WHAT YOU ARE ASKED TO DO: Your task is to copy every line of the records below that contains "moveTo".

Extracted records:
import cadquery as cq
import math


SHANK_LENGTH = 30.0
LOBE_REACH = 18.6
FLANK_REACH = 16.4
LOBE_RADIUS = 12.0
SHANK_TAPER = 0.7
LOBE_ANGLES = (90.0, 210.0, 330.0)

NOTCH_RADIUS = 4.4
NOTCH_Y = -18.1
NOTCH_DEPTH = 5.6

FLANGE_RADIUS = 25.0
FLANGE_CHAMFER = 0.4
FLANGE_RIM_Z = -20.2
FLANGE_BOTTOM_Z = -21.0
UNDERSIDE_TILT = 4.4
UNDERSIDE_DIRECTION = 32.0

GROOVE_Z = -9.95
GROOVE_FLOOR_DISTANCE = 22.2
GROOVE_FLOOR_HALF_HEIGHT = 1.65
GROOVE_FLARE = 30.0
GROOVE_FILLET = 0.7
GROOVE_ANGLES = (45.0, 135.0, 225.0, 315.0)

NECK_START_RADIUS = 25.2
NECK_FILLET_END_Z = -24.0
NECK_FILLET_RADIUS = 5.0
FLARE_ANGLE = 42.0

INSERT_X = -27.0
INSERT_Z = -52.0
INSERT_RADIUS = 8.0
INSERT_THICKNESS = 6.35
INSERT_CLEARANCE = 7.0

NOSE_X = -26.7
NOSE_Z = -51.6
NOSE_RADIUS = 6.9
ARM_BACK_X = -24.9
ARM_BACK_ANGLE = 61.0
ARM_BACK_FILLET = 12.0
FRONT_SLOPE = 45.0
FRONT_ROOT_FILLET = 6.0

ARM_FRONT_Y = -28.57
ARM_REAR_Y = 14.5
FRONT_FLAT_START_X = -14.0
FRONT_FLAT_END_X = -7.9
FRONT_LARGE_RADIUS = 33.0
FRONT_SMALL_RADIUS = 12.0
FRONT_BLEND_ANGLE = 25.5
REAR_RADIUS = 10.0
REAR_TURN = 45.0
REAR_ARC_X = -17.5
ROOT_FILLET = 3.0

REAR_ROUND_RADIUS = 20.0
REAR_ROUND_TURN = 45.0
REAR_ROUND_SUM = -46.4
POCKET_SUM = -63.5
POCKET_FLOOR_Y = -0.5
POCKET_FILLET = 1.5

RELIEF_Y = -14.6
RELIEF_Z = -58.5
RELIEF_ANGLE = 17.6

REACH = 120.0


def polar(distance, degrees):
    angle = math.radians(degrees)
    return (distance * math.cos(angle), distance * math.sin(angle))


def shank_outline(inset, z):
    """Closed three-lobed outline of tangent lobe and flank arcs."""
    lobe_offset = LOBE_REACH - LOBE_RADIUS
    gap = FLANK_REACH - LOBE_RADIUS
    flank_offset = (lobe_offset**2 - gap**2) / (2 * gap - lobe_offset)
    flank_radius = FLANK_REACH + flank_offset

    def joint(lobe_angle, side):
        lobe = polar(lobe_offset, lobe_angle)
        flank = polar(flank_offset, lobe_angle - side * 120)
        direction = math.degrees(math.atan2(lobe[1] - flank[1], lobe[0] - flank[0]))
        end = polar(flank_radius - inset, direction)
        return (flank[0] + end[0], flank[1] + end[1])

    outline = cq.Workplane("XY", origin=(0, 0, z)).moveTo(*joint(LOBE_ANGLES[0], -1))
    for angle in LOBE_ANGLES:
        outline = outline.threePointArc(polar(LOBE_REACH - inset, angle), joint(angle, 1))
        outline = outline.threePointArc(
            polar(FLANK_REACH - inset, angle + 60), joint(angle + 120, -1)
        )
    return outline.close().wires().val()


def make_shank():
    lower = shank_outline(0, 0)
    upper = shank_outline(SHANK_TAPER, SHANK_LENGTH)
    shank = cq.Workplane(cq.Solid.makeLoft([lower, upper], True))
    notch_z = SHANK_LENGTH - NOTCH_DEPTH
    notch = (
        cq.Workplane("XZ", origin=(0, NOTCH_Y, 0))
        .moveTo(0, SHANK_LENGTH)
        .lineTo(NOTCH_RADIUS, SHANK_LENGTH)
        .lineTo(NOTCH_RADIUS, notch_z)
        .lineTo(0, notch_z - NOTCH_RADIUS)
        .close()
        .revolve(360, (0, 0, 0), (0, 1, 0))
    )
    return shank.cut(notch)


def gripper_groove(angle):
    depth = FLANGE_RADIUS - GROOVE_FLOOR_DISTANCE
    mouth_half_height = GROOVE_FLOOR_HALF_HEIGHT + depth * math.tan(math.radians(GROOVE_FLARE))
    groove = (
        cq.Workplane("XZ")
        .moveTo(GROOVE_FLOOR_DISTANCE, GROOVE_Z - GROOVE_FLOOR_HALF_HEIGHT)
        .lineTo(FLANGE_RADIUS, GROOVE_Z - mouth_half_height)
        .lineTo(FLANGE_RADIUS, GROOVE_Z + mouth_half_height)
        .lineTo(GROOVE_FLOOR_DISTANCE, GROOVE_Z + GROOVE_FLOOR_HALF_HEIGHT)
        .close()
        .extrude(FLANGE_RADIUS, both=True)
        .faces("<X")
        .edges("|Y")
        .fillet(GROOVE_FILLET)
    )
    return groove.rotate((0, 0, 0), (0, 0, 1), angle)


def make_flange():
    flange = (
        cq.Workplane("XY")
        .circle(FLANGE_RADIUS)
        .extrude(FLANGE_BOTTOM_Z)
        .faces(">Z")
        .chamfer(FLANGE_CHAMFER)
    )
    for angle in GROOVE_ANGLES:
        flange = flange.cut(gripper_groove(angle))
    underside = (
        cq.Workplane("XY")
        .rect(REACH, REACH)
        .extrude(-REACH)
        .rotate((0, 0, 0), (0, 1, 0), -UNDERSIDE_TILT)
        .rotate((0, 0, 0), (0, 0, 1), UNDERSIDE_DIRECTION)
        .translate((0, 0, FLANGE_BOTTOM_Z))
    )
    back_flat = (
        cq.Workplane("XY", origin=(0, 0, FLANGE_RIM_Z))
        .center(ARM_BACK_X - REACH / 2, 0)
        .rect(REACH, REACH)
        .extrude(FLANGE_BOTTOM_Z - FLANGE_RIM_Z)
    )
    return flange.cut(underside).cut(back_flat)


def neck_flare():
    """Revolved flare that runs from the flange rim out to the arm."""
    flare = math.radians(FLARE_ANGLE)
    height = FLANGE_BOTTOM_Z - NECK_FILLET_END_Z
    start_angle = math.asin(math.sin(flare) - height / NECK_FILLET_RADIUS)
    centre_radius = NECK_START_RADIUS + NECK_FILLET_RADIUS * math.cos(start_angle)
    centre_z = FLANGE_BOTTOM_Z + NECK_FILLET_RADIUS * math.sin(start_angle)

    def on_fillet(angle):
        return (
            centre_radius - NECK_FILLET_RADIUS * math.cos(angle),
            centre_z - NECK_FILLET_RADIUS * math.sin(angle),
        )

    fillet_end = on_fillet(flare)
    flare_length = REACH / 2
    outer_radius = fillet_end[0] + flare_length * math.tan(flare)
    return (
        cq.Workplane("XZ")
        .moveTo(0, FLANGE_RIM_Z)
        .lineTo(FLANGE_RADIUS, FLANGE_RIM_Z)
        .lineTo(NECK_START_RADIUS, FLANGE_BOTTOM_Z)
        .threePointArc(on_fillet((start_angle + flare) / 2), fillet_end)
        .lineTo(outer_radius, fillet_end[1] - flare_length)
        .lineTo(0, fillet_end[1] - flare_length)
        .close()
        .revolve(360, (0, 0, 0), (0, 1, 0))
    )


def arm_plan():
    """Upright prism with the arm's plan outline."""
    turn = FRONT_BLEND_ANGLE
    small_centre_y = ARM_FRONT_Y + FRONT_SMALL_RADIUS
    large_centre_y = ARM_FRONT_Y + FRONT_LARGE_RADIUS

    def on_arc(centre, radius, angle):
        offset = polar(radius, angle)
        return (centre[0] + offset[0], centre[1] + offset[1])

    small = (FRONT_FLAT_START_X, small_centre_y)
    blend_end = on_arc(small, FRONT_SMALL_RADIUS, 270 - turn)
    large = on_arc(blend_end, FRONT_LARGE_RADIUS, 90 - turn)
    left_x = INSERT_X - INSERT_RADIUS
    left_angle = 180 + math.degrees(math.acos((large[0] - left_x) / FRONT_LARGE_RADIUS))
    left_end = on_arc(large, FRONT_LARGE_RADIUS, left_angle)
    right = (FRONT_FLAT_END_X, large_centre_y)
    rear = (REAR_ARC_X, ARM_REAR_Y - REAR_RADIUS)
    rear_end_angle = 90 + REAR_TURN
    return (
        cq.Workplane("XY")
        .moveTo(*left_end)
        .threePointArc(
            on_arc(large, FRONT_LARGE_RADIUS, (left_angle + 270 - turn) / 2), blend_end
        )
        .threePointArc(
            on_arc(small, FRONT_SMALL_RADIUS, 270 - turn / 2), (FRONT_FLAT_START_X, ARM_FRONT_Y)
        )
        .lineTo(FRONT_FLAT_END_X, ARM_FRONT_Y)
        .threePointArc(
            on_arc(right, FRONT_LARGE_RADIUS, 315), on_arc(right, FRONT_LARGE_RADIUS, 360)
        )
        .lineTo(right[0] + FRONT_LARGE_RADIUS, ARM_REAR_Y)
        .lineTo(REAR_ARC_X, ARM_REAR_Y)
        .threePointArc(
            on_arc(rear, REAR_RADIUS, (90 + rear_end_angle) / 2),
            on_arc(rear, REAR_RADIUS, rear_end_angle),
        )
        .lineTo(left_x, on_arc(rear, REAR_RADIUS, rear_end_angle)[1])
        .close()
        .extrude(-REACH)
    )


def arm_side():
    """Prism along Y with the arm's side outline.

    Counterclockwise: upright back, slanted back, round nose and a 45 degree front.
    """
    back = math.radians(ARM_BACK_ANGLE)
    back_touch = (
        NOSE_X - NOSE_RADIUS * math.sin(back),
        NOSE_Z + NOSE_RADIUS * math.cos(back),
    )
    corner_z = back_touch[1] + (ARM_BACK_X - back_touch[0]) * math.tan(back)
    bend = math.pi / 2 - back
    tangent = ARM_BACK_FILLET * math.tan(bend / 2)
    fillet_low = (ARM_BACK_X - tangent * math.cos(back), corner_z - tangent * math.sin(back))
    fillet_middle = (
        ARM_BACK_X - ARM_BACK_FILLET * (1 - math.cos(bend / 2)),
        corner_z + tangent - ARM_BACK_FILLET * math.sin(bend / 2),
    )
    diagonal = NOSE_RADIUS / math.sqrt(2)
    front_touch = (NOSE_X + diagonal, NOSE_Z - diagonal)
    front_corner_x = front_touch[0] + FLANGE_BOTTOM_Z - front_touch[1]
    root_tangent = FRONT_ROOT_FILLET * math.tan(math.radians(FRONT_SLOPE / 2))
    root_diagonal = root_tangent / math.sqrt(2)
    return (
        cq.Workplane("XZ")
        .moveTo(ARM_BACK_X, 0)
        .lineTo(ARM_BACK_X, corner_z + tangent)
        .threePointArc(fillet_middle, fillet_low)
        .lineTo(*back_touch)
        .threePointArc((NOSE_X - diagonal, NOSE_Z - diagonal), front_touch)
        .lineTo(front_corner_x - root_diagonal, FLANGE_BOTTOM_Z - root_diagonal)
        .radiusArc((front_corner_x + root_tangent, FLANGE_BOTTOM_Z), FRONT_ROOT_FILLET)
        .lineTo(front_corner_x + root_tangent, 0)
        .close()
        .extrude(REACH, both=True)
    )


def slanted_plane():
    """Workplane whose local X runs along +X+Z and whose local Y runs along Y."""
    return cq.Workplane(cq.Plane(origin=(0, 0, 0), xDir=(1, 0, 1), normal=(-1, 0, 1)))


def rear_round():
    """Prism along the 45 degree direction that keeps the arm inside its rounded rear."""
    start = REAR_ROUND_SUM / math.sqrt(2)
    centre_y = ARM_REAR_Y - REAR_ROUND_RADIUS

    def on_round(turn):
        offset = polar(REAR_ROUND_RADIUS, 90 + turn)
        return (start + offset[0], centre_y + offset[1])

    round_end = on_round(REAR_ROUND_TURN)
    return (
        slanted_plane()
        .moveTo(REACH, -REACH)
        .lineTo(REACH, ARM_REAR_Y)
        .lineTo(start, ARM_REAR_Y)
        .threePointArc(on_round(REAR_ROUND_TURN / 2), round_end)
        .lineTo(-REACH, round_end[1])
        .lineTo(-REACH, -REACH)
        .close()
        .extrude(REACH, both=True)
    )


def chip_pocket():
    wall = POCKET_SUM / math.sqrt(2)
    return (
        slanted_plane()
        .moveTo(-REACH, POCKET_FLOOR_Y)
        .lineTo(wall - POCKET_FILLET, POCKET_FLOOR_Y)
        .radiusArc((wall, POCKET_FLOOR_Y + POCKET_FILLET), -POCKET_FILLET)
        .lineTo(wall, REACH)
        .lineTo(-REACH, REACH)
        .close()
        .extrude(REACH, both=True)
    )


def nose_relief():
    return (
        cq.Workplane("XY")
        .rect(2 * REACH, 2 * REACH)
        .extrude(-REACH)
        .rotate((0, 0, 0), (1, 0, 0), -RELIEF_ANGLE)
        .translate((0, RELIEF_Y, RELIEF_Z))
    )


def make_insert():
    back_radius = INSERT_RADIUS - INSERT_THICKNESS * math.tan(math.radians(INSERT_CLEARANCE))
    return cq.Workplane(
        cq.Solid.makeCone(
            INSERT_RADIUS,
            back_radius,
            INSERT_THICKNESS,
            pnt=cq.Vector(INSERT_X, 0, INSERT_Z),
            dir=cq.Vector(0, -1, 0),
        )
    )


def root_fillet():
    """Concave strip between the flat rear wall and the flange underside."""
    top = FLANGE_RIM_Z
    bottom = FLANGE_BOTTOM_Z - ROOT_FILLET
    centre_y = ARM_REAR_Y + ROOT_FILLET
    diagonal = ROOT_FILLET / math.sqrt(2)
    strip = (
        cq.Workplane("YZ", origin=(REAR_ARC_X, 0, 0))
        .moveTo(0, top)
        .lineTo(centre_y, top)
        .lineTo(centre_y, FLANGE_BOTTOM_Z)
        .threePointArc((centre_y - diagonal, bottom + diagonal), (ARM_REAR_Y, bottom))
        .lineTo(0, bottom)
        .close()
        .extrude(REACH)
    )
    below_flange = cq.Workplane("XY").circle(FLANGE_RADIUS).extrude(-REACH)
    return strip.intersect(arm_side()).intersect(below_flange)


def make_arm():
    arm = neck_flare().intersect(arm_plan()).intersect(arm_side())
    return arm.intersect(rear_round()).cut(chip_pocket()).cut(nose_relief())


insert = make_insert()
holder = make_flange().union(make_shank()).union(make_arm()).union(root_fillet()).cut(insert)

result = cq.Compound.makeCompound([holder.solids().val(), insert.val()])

TASK RESPONSE:
    outline = cq.Workplane("XY", origin=(0, 0, z)).moveTo(*joint(LOBE_ANGLES[0], -1))
        .moveTo(0, SHANK_LENGTH)
        .moveTo(GROOVE_FLOOR_DISTANCE, GROOVE_Z - GROOVE_FLOOR_HALF_HEIGHT)
        .moveTo(0, FLANGE_RIM_Z)
        .moveTo(*left_end)
        .moveTo(ARM_BACK_X, 0)
        .moveTo(REACH, -REACH)
        .moveTo(-REACH, POCKET_FLOOR_Y)
        .moveTo(0, top)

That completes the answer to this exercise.